I've recently been thinking a lot about this. As life trundles forward, I've become more aware of the preciousness of time. There is a finite measure in my basket. I only have so many hours in the day and so many days in my life to do what needs to be done. So if I re-read this book year after year, sometimes more frequently and sometimes less so but with it always being nearby, I want to understand why this is so.

I could list a dozen quick answers why I find Middle-earth so compelling. There's the undoubted charm of hobbits; the pull of characters like Faramir and Frodo; my personal sympathy with Tolkien's rejection of irony that permeates so much of modern literature; or merely a desire to step beyond what I know and explore another world and history, one that is drawn with such depth and care.

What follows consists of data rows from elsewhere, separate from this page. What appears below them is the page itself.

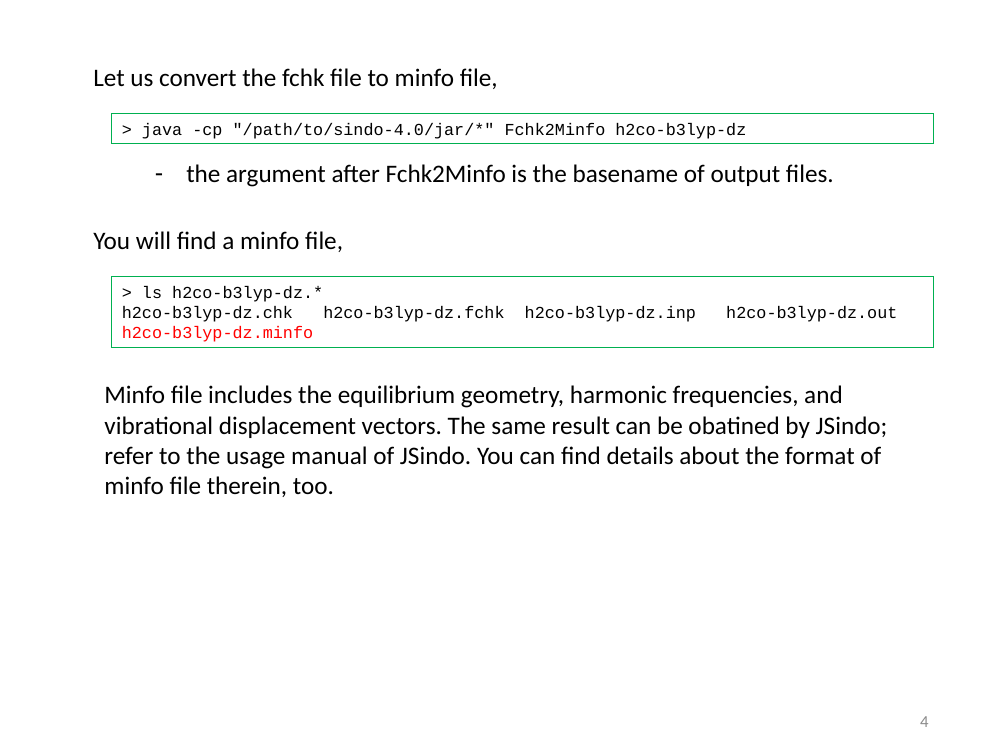
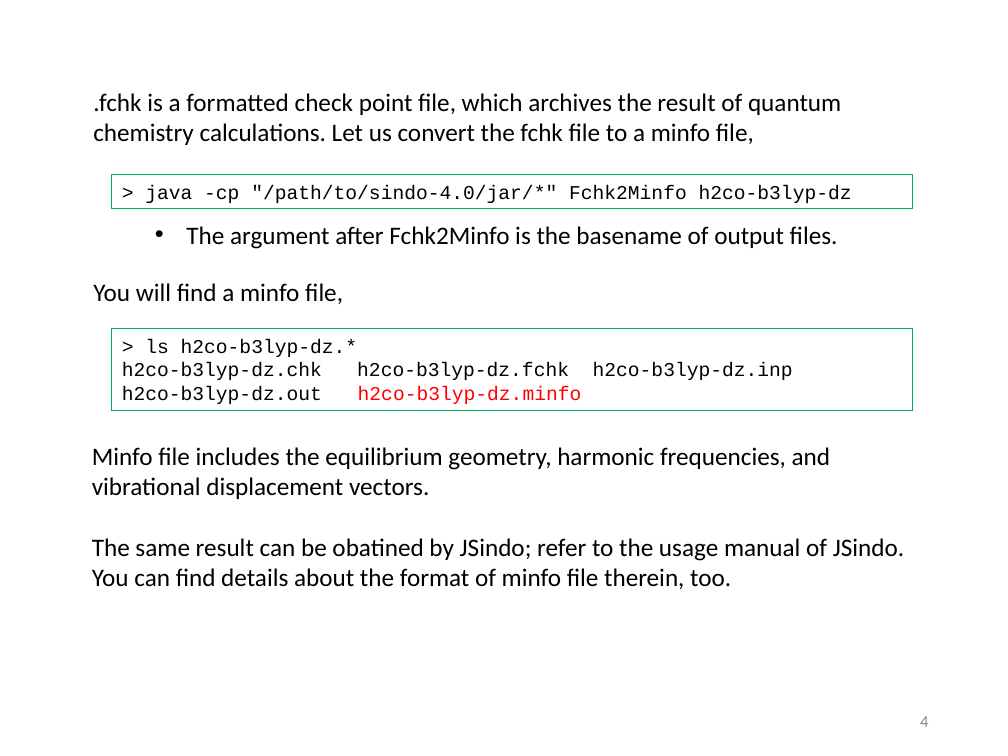
Before and after one commit to yagikiyoshi/sindo, a slide deck: slide 5 of doc/MakePES/usage_MakePES.pptx. Drawn at 1008x756 pixels with LibreOffice and Linux fonts; fonts in the diff are those of the drawing. Boxes give left, top, right and bottom in pixels: in the first picture for what was removed or moved away, otherwise in the second. Text is boxed around its words. In the diff, an @@ line names an element or a change of style, - is before the commit and + after.

Commit message:
added manuals of MakePES

```diff
--- a/doc/MakePES/usage_MakePES.pptx
+++ b/doc/MakePES/usage_MakePES.pptx
@@ text at box(93, 93, 841, 145): text changed @@
-Let us convert the fchk file to minfo file,
+.fchk is a formatted check point file, which archives the result of quantum chemistry calculations. Let us convert the fchk file to a minfo file,
@@ rectangle "> java -cp "/path/to/sindo-4.0/jar/*" Fchk2Minfo ...": place and size @@
-rectangle "> java -cp "/path/to/sindo-4.0/jar/*" Fchk2Minfo ..." at box(112, 113, 934, 143)
+rectangle "> java -cp "/path/to/sindo-4.0/jar/*" Fchk2Minfo ..." at box(112, 174, 913, 209)
@@ rectangle "> java -cp "/path/to/sindo-4.0/jar/*" Fchk2Minfo ..." at box(112, 174, 913, 209): size 12 to 14 pt @@
@@ text at box(186, 226, 838, 249): text changed @@
-– the argument after Fchk2Minfo is the basename of output files.
+• The argument after Fchk2Minfo is the basename of output files.
@@ text "You will find a minfo ...": place and size @@
-text "You will find a minfo ..." at box(93, 231, 343, 252)
+text "You will find a minfo ..." at box(93, 283, 343, 304)
@@ rectangle "> ls h2co-b3lyp-dz.*": place and size @@
-rectangle "> ls h2co-b3lyp-dz.*" at box(112, 277, 934, 349)
+rectangle "> ls h2co-b3lyp-dz.*" at box(112, 329, 913, 410)
@@ text in rectangle at box(145, 339, 358, 357): size 12 to 14 pt in "> ls h2co-b3lyp-dz.*" @@
@@ text in rectangle at box(122, 363, 793, 404): text changed; size 12 to 14 pt @@
-h2co-b3lyp-dz.chk h2co-b3lyp-dz.fchk h2co-b3lyp-dz.inp h2co-b3lyp-dz.out
-h2co-b3lyp-dz.minfo
+h2co-b3lyp-dz.chk h2co-b3lyp-dz.fchk h2co-b3lyp-dz.inp
+h2co-b3lyp-dz.out h2co-b3lyp-dz.minfo
@@ text at box(92, 447, 904, 589): text changed @@
-Minfo file includes the equilibrium geometry, harmonic frequencies, and vibrational displacement vectors. The same result can be obatined by JSindo; refer to the usage manual of JSindo. You can find details about the format of minfo file therein, too.
+Minfo file includes the equilibrium geometry, harmonic frequencies, and vibrational displacement vectors.
+The same result can be obatined by JSindo; refer to the usage manual of JSindo. You can find details about the format of minfo file therein, too.
```
Also in this commit, not shown: 11 other slides changed, 36 slides added, 4 slides removed, 4 other files.
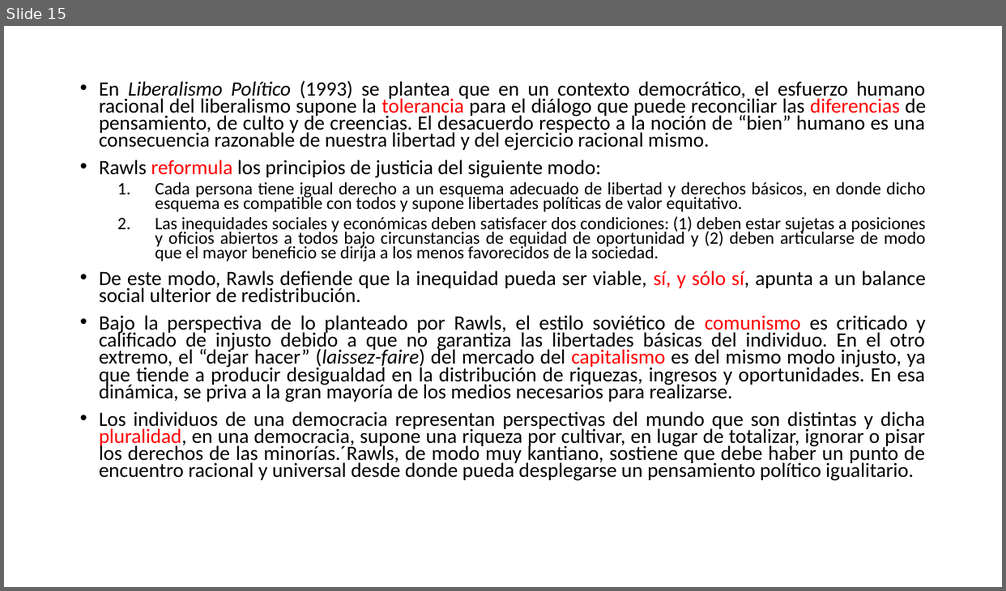
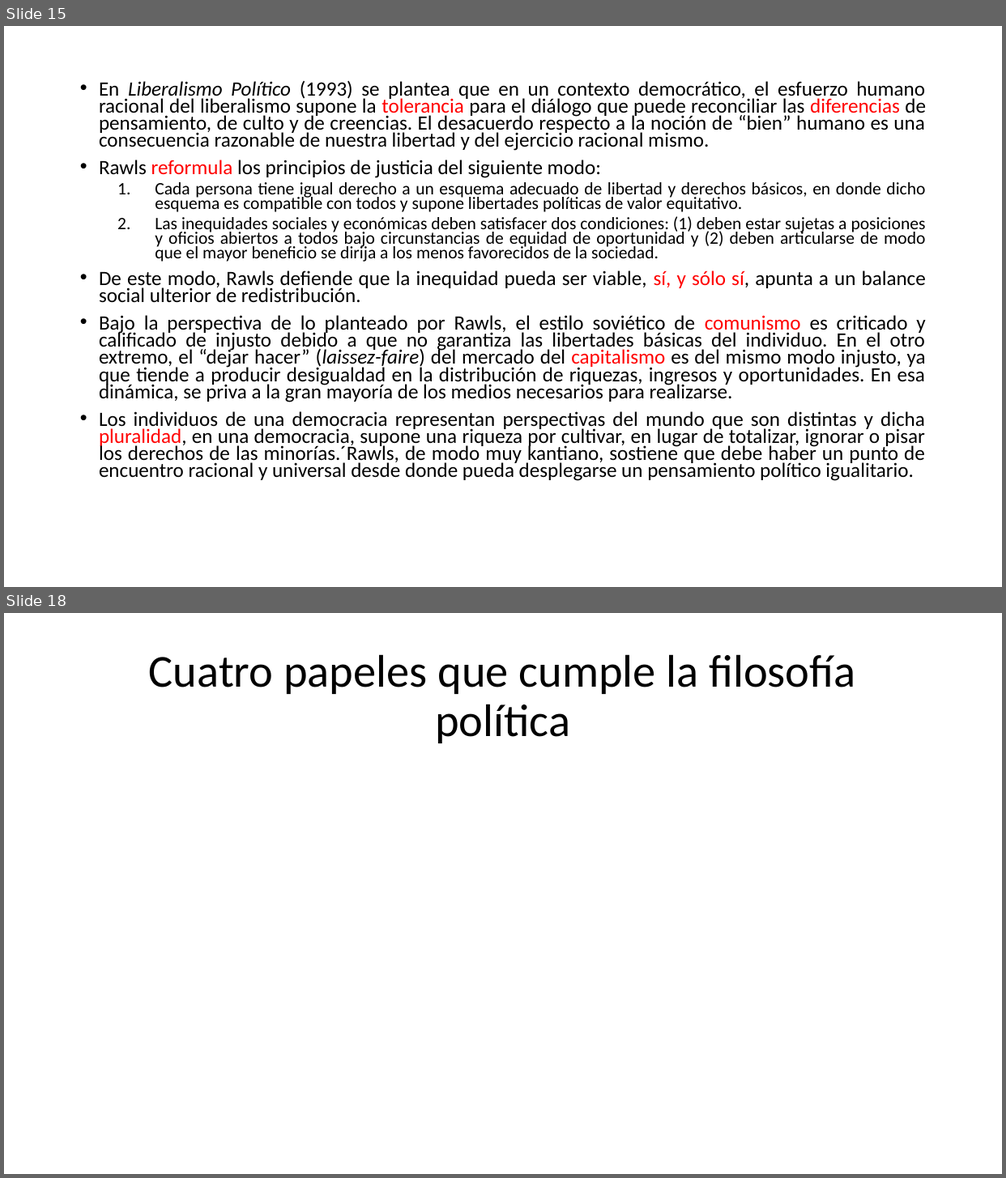
Before and after one commit to zaboltar/zaboltar.github.io, a slide deck: assets uarm/2019 sol-penscri-justfilpol/John Rawls - Justice as Fairness.pptx. Shown one above the other, each under a label of ours: slide 15 before the commit, slides 15 and 18 after it; the slides between them are not shown. The pictures are 1006x591 and 1006x1178 pixels, drawn with LibreOffice and Linux fonts; fonts in the diff are those of the drawing. Boxes give left, top, right and bottom in pixels: in the first picture for what was removed or moved away, otherwise in the second. Text is boxed around its words. In the diff, an @@ line names an element or a change of style, - is before the commit and + after.

```diff
--- a/assets uarm/2019 sol-penscri-justfilpol/John Rawls - Justice as Fairness.pptx
+++ b/assets uarm/2019 sol-penscri-justfilpol/John Rawls - Justice as Fairness.pptx
@@ slide 18 added at bbox=[4, 613, 1002, 1174], background #FFFFFF @@
@@ title added at bbox=[149, 654, 855, 743], 44 pt, text #000000 @@
+Cuatro papeles que cumple la filosofía política
```
Also in this commit, not shown: 1 slide changed, 11 other slides added.
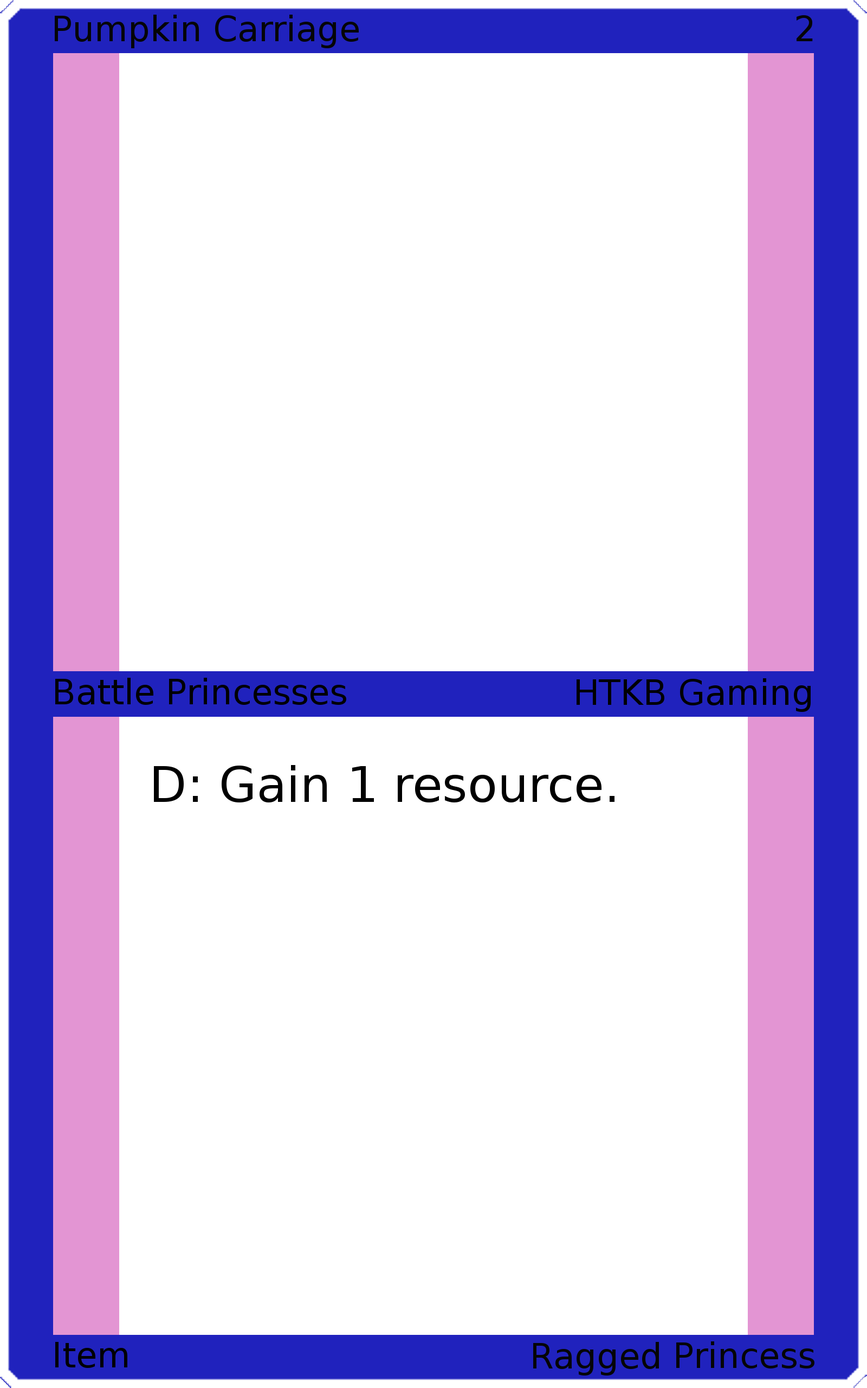
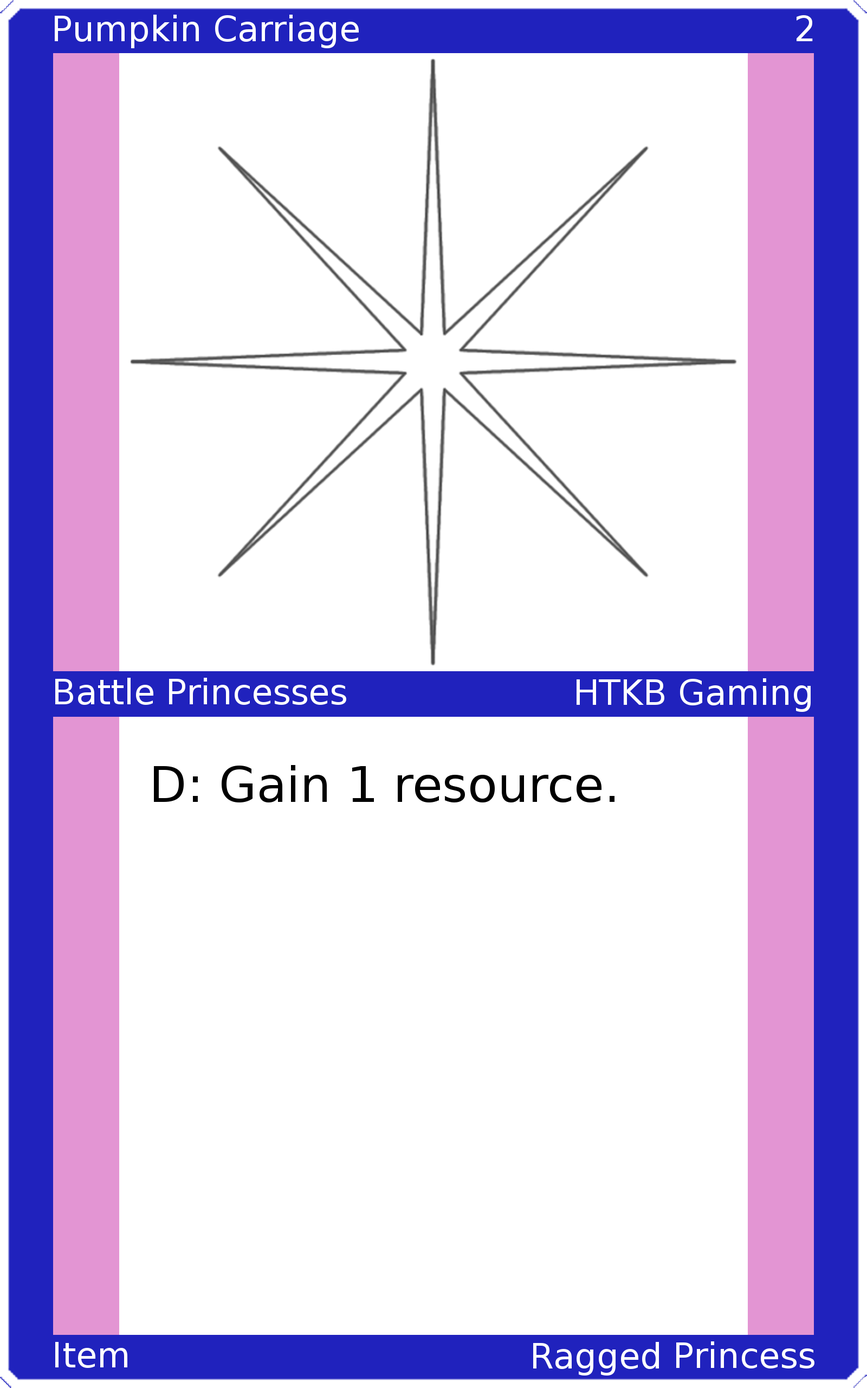
Layered file, before and after one edit (867px x 1388px). Changes by layer:
painted on "Upper Left" over 54, 14, 359, 49
painted on "Upper Right" over 796, 15, 814, 42
painted on "Mid Left" over 55, 677, 347, 705
painted on "Mid Right" over 576, 678, 811, 712
painted on "Bottom Left" over 55, 1341, 128, 1368
painted on "Bottom Right" over 533, 1340, 815, 1376
added layer "Art" above "Top Background" over 129, 57, 738, 666
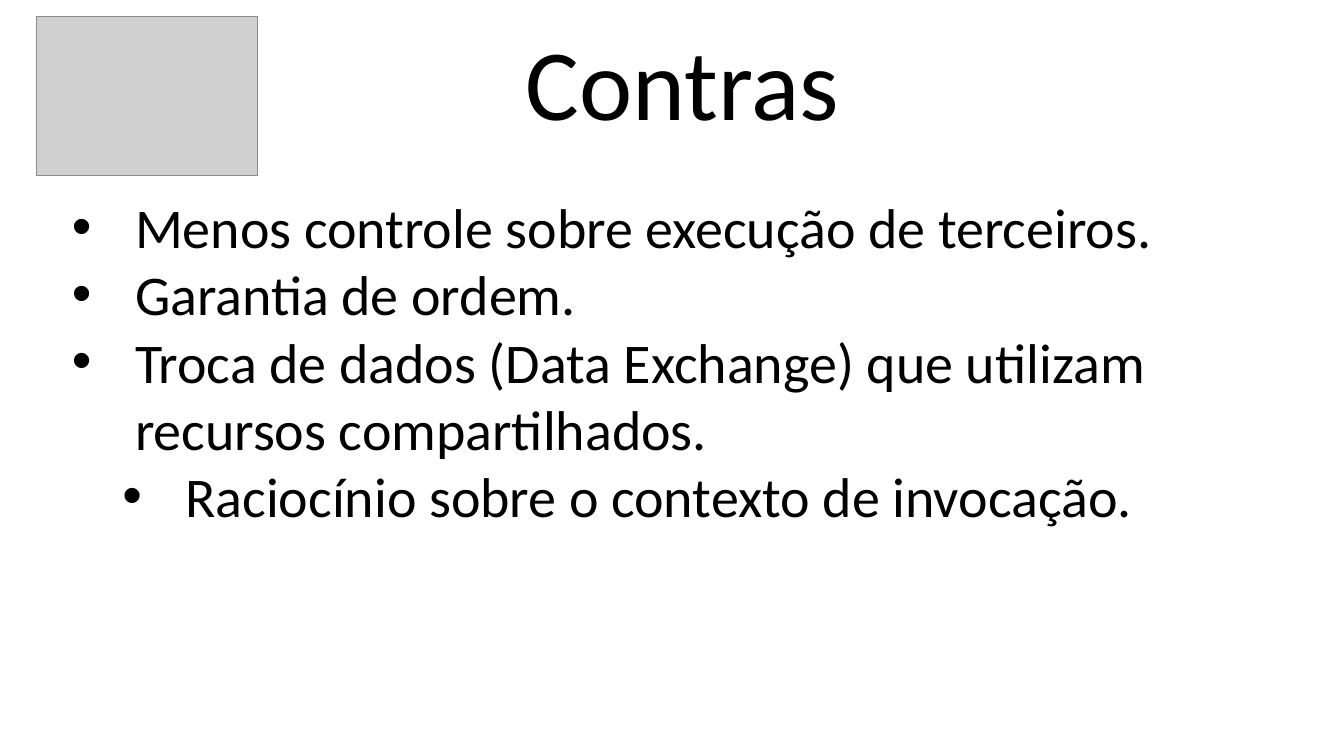
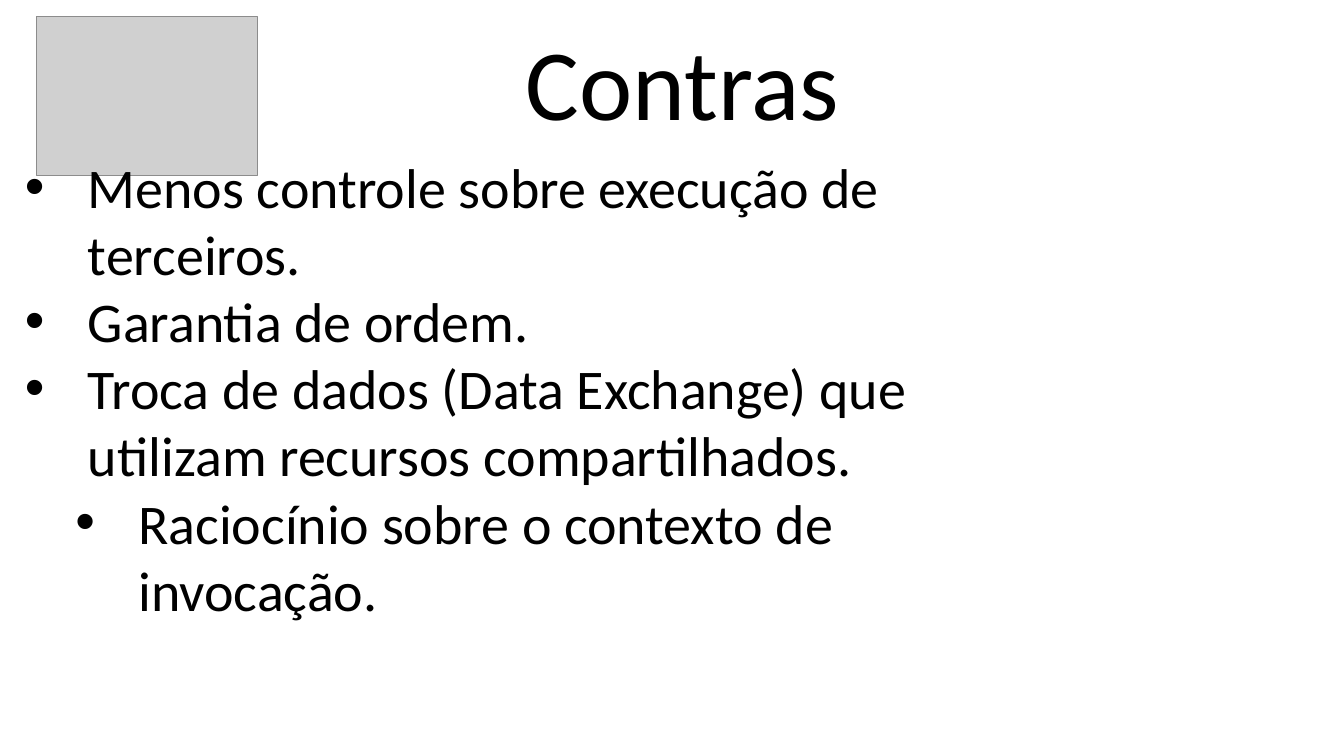
Before and after one commit to jslsolucoes/training, a slide deck: slide 6 of presentation/design-patterns/observer/observer.pptx. Drawn at 1344x756 pixels with LibreOffice and Linux fonts; fonts in the diff are those of the drawing; grey boxes stand for pictures. Boxes give left, top, right and bottom in pixels: in the first picture for what was removed or moved away, otherwise in the second. Text is boxed around its words. In the diff, an @@ line names an element or a change of style, - is before the commit and + after.

```diff
--- a/presentation/design-patterns/observer/observer.pptx
+++ b/presentation/design-patterns/observer/observer.pptx
@@ text "Menos controle sobre execução de ..." rewrapped from box(135, 209, 1151, 527) to box(88, 161, 907, 621) @@
```
Also in this commit, not shown: 2 other slides changed, 2 other files.

But I think the real answer goes beyond that.

Stepping back, I'd have to say that I return to Tolkien because his view of existence and my own strangely coincide, only he expresses his ideas with far more grace and art than I ever could. This isn't what first drew me to the book, but it is what keeps pulling me back. I must say it's very odd that this should be so, since on the face of things I have little in common with JRRT in terms of either background or formal beliefs.

Let me try and explain. There is a core of sadness in Middle-earth that surely must reflect what Tolkien saw in the "real" world about him. It is a core that I have felt many times. It's that sense we have little choice but to fight the "long defeat".....that whether we are Frodo Baggins, Gollum, Lúthien or even Child of the 7th Age, we all face things inside and outside ourselves that make it impossible to succeed in a moral sense. At the heart of both Lord of the Rings and the Silmarillion, and even of the Hobbit, there lies a recognition of an essential tragedy. No matter what we do, no matter how many good intentions we have, the bad things don't go away.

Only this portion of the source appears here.